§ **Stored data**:
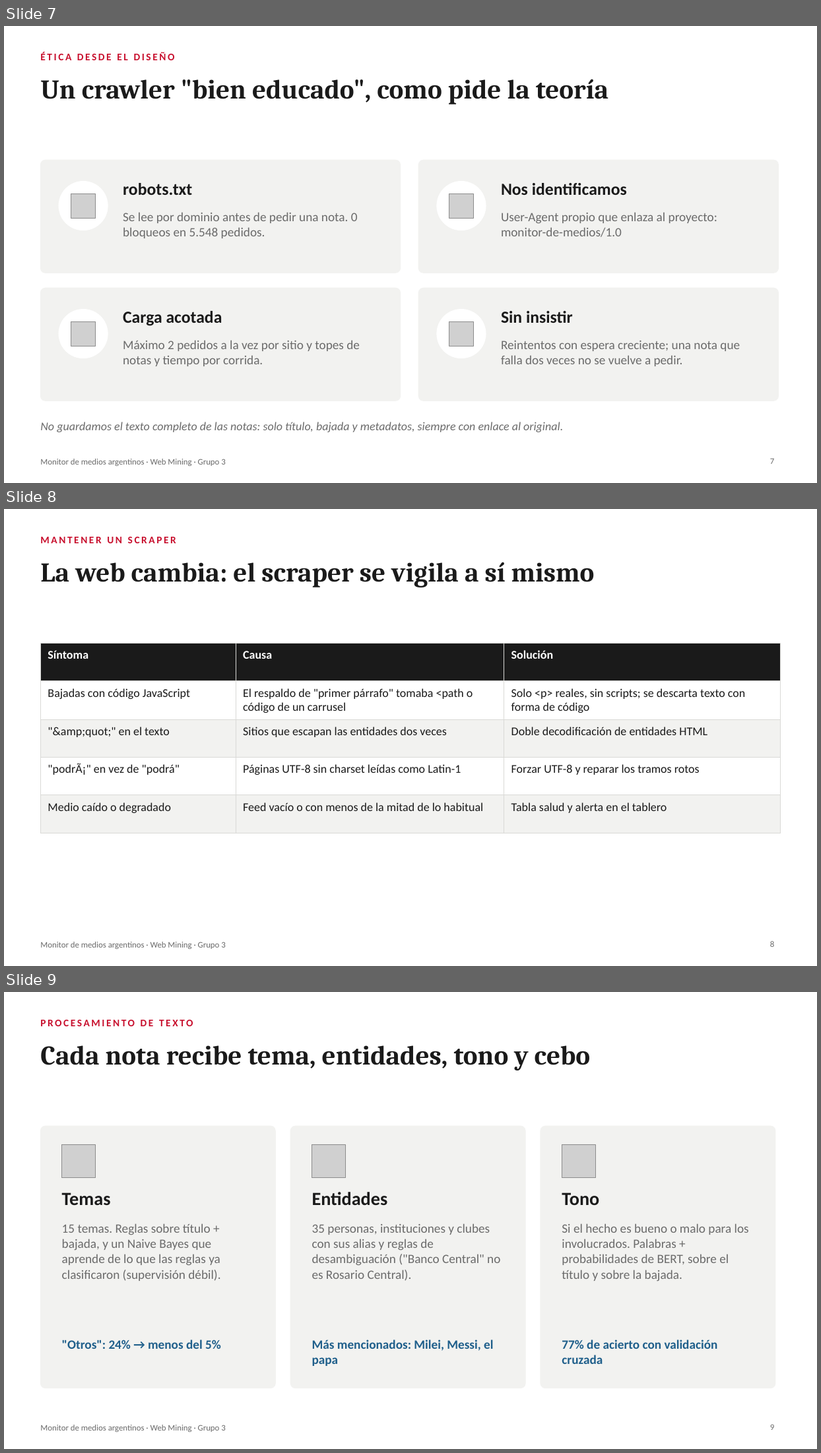
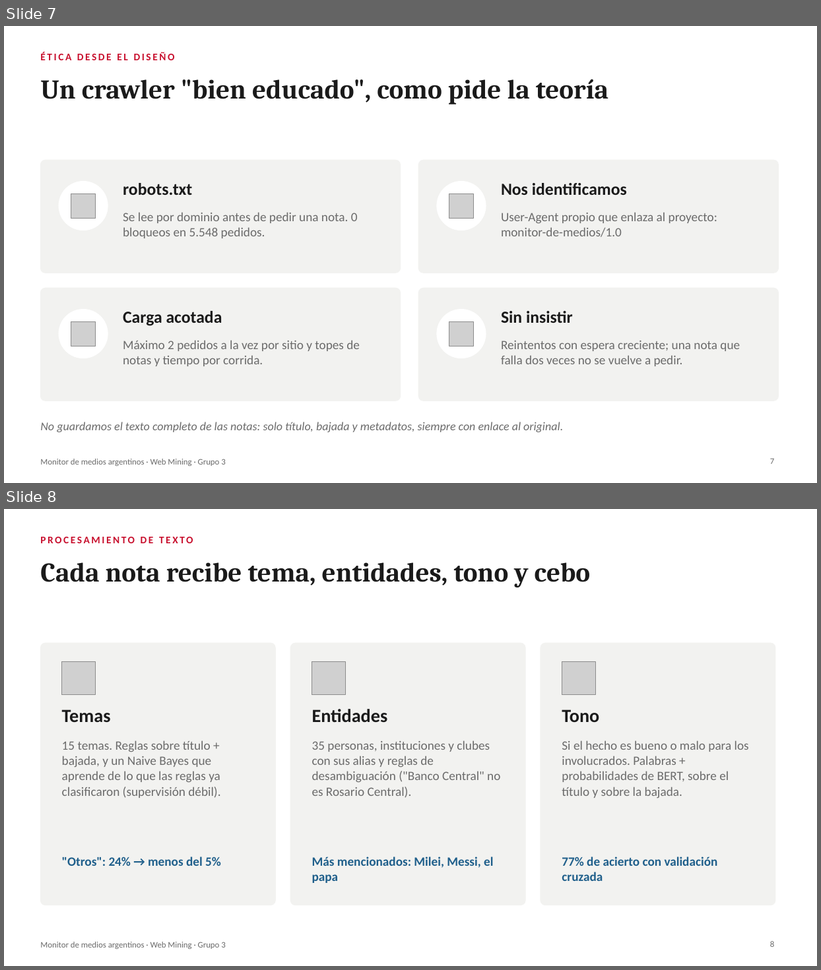
Before and after one commit to miguegarrone-blip/Web-Mining, a slide deck: docs/presentacion-tp.pptx. Shown one above the other, each under a label of ours: slides 7, 8 and 9 before the commit, slides 7 and 8 after it. The pictures are 821x1453 and 821x970 pixels, drawn with LibreOffice and Linux fonts; fonts in the diff are those of the drawing; grey boxes stand for pictures. Boxes give left, top, right and bottom in pixels: in the first picture for what was removed or moved away, otherwise in the second. Text is boxed around its words. In the diff, an @@ line names an element or a change of style, - is before the commit and + after.

```diff
--- a/docs/presentacion-tp.pptx
+++ b/docs/presentacion-tp.pptx
@@ slide 8 removed at (x1=4, y1=509, x2=817, y2=966), background #FFFFFF; not listed: 1 template element that a slide beside it also shows @@
@@ text removed at (x1=40, y1=537, x2=176, y2=543) @@
-MANTENER UN SCRAPER
@@ title removed at (x1=40, y1=562, x2=595, y2=588) @@
-La web cambia: el scraper se vigila a sí mismo
@@ table removed at (x1=40, y1=643, x2=781, y2=816), 5 rows, 3 columns @@
-Síntoma | Causa | Solución
-Bajadas con código JavaScript | El respaldo de "primer párrafo" tomaba <path o código de un carrusel | Solo <p> reales, sin scripts; se descarta texto con forma de código
-"&amp;quot;" en el texto | Sitios que escapan las entidades dos veces | Doble decodificación de entidades HTML
-"podrÃ¡" en vez de "podrá" | Páginas UTF-8 sin charset leídas como Latin-1 | Forzar UTF-8 y reparar los tramos rotos
-Medio caído o degradado | Feed vacío o con menos de la mitad de lo habitual | Tabla salud y alerta en el tablero
@@ page number removed at (x1=770, y1=941, x2=774, y2=947) @@
-8
@@ what was slide 9 is now slide 8 @@
```
Also in this commit, not shown: 6 slides changed, 1 other slide removed, 3 other files.

§ **AIM OF THE TASK**:
Once the pictures are set aside, reproduce the records in full and exactly.

§ **ANSWER AREA**:
Before and after one commit to miguegarrone-blip/Web-Mining, a slide deck: docs/presentacion-tp.pptx. Shown one above the other, each under a label of ours: slides 7, 8 and 9 before the commit, slides 7 and 8 after it. The pictures are 821x1453 and 821x970 pixels, drawn with LibreOffice and Linux fonts; fonts in the diff are those of the drawing; grey boxes stand for pictures. Boxes give left, top, right and bottom in pixels: in the first picture for what was removed or moved away, otherwise in the second. Text is boxed around its words. In the diff, an @@ line names an element or a change of style, - is before the commit and + after.

```diff
--- a/docs/presentacion-tp.pptx
+++ b/docs/presentacion-tp.pptx
@@ slide 8 removed at (x1=4, y1=509, x2=817, y2=966), background #FFFFFF; not listed: 1 template element that a slide beside it also shows @@
@@ text removed at (x1=40, y1=537, x2=176, y2=543) @@
-MANTENER UN SCRAPER
@@ title removed at (x1=40, y1=562, x2=595, y2=588) @@
-La web cambia: el scraper se vigila a sí mismo
@@ table removed at (x1=40, y1=643, x2=781, y2=816), 5 rows, 3 columns @@
-Síntoma | Causa | Solución
-Bajadas con código JavaScript | El respaldo de "primer párrafo" tomaba <path o código de un carrusel | Solo <p> reales, sin scripts; se descarta texto con forma de código
-"&amp;quot;" en el texto | Sitios que escapan las entidades dos veces | Doble decodificación de entidades HTML
-"podrÃ¡" en vez de "podrá" | Páginas UTF-8 sin charset leídas como Latin-1 | Forzar UTF-8 y reparar los tramos rotos
-Medio caído o degradado | Feed vacío o con menos de la mitad de lo habitual | Tabla salud y alerta en el tablero
@@ page number removed at (x1=770, y1=941, x2=774, y2=947) @@
-8
@@ what was slide 9 is now slide 8 @@
```
Also in this commit, not shown: 6 slides changed, 1 other slide removed, 3 other files.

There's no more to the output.